(Dataset items)
# # #

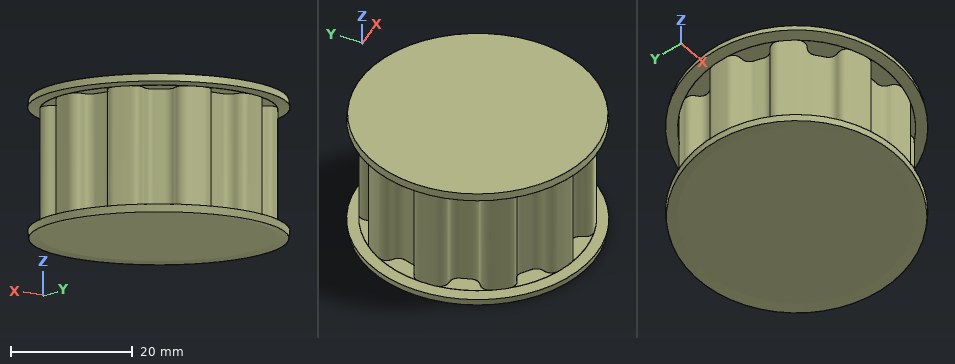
import cadquery as cq
import math


tooth_count = 10
tip_radius = 19.55
tooth_length = 20.0
space_depth = 3.05
space_floor_width = 4.2
flank_angle = 20.0
root_fillet = 1.6
tip_fillet = 1.6

overall_height = 23.2
rim_radius = 21.55
dish_angle = 8.0
dish_start_radius = 19.7
hub_step = 0.05

pitch_angle = 360.0 / tooth_count
root_radius = tip_radius - space_depth
half_tooth_length = tooth_length / 2
radius_tolerance = 0.0005


def make_drum():
    """Plain drum, turned so that its seam lies inside a tooth space."""
    drum = cq.Workplane("XY").circle(tip_radius).extrude(half_tooth_length, both=True)
    return drum.rotate((0, 0, 0), (0, 0, 1), pitch_angle / 2)


def make_space_cutter():
    """Trapezoidal tooth space on -Y, running past the tooth tips."""
    overrun = space_depth
    outer_radius = tip_radius + overrun
    half_floor = space_floor_width / 2
    flank_spread = (outer_radius - root_radius) * math.tan(math.radians(flank_angle))
    half_mouth = half_floor + flank_spread
    outline = [
        (-half_floor, -root_radius),
        (half_floor, -root_radius),
        (half_mouth, -outer_radius),
        (-half_mouth, -outer_radius),
    ]
    cutter = cq.Workplane("XY").polyline(outline).close().extrude(half_tooth_length, both=True)
    return cutter.edges("|Z and >Y").fillet(root_fillet)


def is_tip_corner(edge):
    """True for an edge lying on the tooth tip cylinder."""
    center = edge.Center()
    return math.isclose(math.hypot(center.x, center.y), tip_radius, abs_tol=radius_tolerance)


def make_toothed_drum():
    """Drum with every tooth space cut and the tooth tips rounded."""
    drum = make_drum()
    cutter = make_space_cutter()
    for index in range(tooth_count):
        drum = drum.cut(cutter.rotate((0, 0, 0), (0, 0, 1), index * pitch_angle))
    return drum.edges("|Z").filter(is_tip_corner).fillet(tip_fillet)


def make_top_flange():
    """Hub disc ringed by a dished sheet; the outer rim is square to the dish."""
    slope = math.tan(math.radians(dish_angle))
    dish_start_z = half_tooth_length + hub_step
    rim_low_z = dish_start_z + (rim_radius - dish_start_radius) * slope
    rim_high_z = overall_height / 2
    rim_height = rim_high_z - rim_low_z
    rim_lean = rim_height * slope
    hub_top_z = dish_start_z + rim_height
    profile = [
        (0, half_tooth_length),
        (tip_radius, half_tooth_length),
        (tip_radius, dish_start_z),
        (dish_start_radius, dish_start_z),
        (rim_radius, rim_low_z),
        (rim_radius - rim_lean, rim_high_z),
        (dish_start_radius - rim_lean, hub_top_z),
        (0, hub_top_z),
    ]
    return cq.Workplane("XZ").polyline(profile).close().revolve(360, (0, 0, 0), (0, 1, 0))


top_flange = make_top_flange()
bottom_flange = top_flange.mirror("XY")
result = make_toothed_drum().union(top_flange).union(bottom_flange)

# # #

Work item: Your copy should restate every record word for word and contain no pictures.

Exercise solution:
import cadquery as cq
import math


tooth_count = 10
tip_radius = 19.55
tooth_length = 20.0
space_depth = 3.05
space_floor_width = 4.2
flank_angle = 20.0
root_fillet = 1.6
tip_fillet = 1.6

overall_height = 23.2
rim_radius = 21.55
dish_angle = 8.0
dish_start_radius = 19.7
hub_step = 0.05

pitch_angle = 360.0 / tooth_count
root_radius = tip_radius - space_depth
half_tooth_length = tooth_length / 2
radius_tolerance = 0.0005


def make_drum():
    """Plain drum, turned so that its seam lies inside a tooth space."""
    drum = cq.Workplane("XY").circle(tip_radius).extrude(half_tooth_length, both=True)
    return drum.rotate((0, 0, 0), (0, 0, 1), pitch_angle / 2)


def make_space_cutter():
    """Trapezoidal tooth space on -Y, running past the tooth tips."""
    overrun = space_depth
    outer_radius = tip_radius + overrun
    half_floor = space_floor_width / 2
    flank_spread = (outer_radius - root_radius) * math.tan(math.radians(flank_angle))
    half_mouth = half_floor + flank_spread
    outline = [
        (-half_floor, -root_radius),
        (half_floor, -root_radius),
        (half_mouth, -outer_radius),
        (-half_mouth, -outer_radius),
    ]
    cutter = cq.Workplane("XY").polyline(outline).close().extrude(half_tooth_length, both=True)
    return cutter.edges("|Z and >Y").fillet(root_fillet)


def is_tip_corner(edge):
    """True for an edge lying on the tooth tip cylinder."""
    center = edge.Center()
    return math.isclose(math.hypot(center.x, center.y), tip_radius, abs_tol=radius_tolerance)


def make_toothed_drum():
    """Drum with every tooth space cut and the tooth tips rounded."""
    drum = make_drum()
    cutter = make_space_cutter()
    for index in range(tooth_count):
        drum = drum.cut(cutter.rotate((0, 0, 0), (0, 0, 1), index * pitch_angle))
    return drum.edges("|Z").filter(is_tip_corner).fillet(tip_fillet)


def make_top_flange():
    """Hub disc ringed by a dished sheet; the outer rim is square to the dish."""
    slope = math.tan(math.radians(dish_angle))
    dish_start_z = half_tooth_length + hub_step
    rim_low_z = dish_start_z + (rim_radius - dish_start_radius) * slope
    rim_high_z = overall_height / 2
    rim_height = rim_high_z - rim_low_z
    rim_lean = rim_height * slope
    hub_top_z = dish_start_z + rim_height
    profile = [
        (0, half_tooth_length),
        (tip_radius, half_tooth_length),
        (tip_radius, dish_start_z),
        (dish_start_radius, dish_start_z),
        (rim_radius, rim_low_z),
        (rim_radius - rim_lean, rim_high_z),
        (dish_start_radius - rim_lean, hub_top_z),
        (0, hub_top_z),
    ]
    return cq.Workplane("XZ").polyline(profile).close().revolve(360, (0, 0, 0), (0, 1, 0))


top_flange = make_top_flange()
bottom_flange = top_flange.mirror("XY")
result = make_toothed_drum().union(top_flange).union(bottom_flange)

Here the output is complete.